Dataset excerpts
..............................

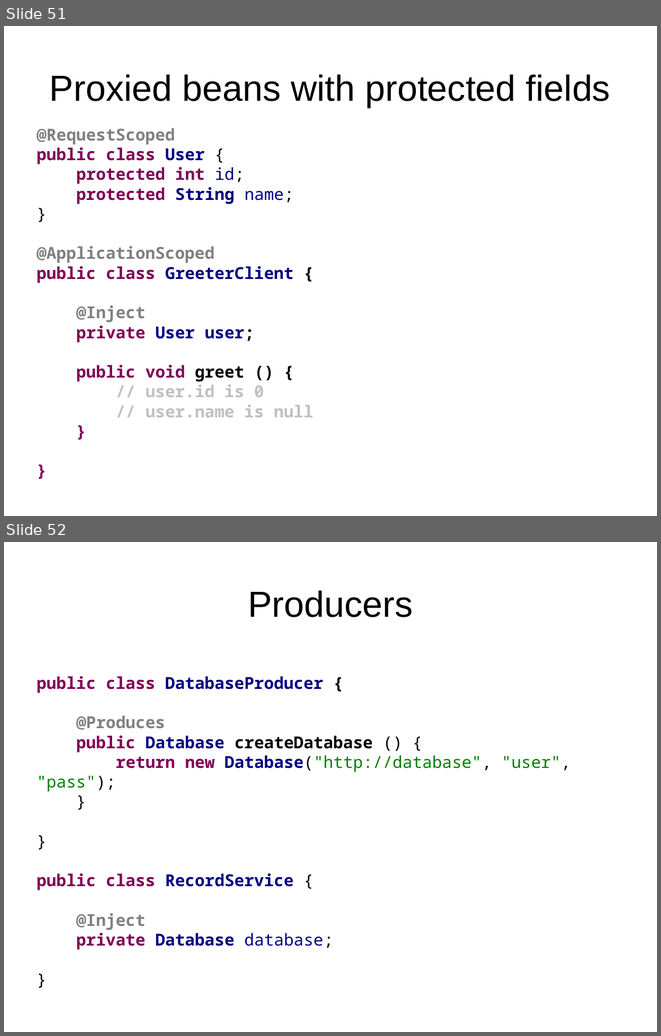
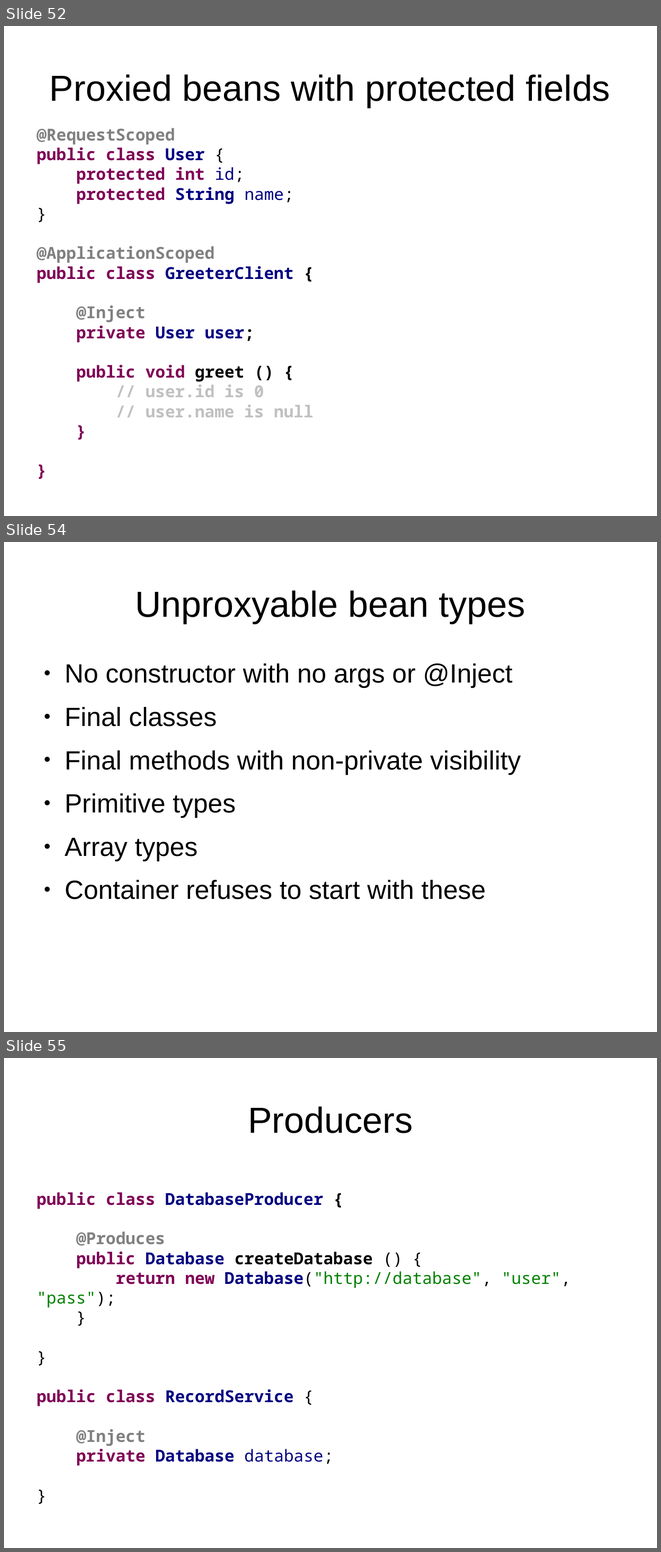
Before and after one commit to FrigoCoder/CDI, a slide deck: CDI.odp. Shown one above the other, each under a label of ours: slides 51 and 52 before the commit, slides 52, 54 and 55 after it; the slides between them are not shown. The pictures are 661x1036 and 661x1552 pixels, drawn with LibreOffice and Linux fonts; fonts in the diff are those of the drawing. Boxes give left, top, right and bottom in pixels: in the first picture for what was removed or moved away, otherwise in the second. Text is boxed around its words. In the diff, an @@ line names an element or a change of style, - is before the commit and + after.

```diff
--- a/CDI.odp
+++ b/CDI.odp
@@ slide 54 added at (x1=4, y1=542, x2=657, y2=1032), background #FFFFFF @@
@@ title added at (x1=135, y1=590, x2=525, y2=623), 44 pt, text #000000 @@
+Unproxyable bean types
@@ text added at (x1=64, y1=663, x2=521, y2=899), 32 pt, text #000000 @@
+● No constructor with no args or @Inject
+● Final classes
+● Final methods with non-private visibility
+● Primitive types
+● Array types
+● Container refuses to start with these
@@ what was slide 51 is now slide 52 @@
@@ what was slide 52 is now slide 55 @@
```
Also in this commit, not shown: 3 slides changed, 4 other slides added, 6 other files.

..............................

Work order: Copy the lines above exactly. Do not include pictures.

The answer:
Before and after one commit to FrigoCoder/CDI, a slide deck: CDI.odp. Shown one above the other, each under a label of ours: slides 51 and 52 before the commit, slides 52, 54 and 55 after it; the slides between them are not shown. The pictures are 661x1036 and 661x1552 pixels, drawn with LibreOffice and Linux fonts; fonts in the diff are those of the drawing. Boxes give left, top, right and bottom in pixels: in the first picture for what was removed or moved away, otherwise in the second. Text is boxed around its words. In the diff, an @@ line names an element or a change of style, - is before the commit and + after.

```diff
--- a/CDI.odp
+++ b/CDI.odp
@@ slide 54 added at (x1=4, y1=542, x2=657, y2=1032), background #FFFFFF @@
@@ title added at (x1=135, y1=590, x2=525, y2=623), 44 pt, text #000000 @@
+Unproxyable bean types
@@ text added at (x1=64, y1=663, x2=521, y2=899), 32 pt, text #000000 @@
+● No constructor with no args or @Inject
+● Final classes
+● Final methods with non-private visibility
+● Primitive types
+● Array types
+● Container refuses to start with these
@@ what was slide 51 is now slide 52 @@
@@ what was slide 52 is now slide 55 @@
```
Also in this commit, not shown: 3 slides changed, 4 other slides added, 6 other files.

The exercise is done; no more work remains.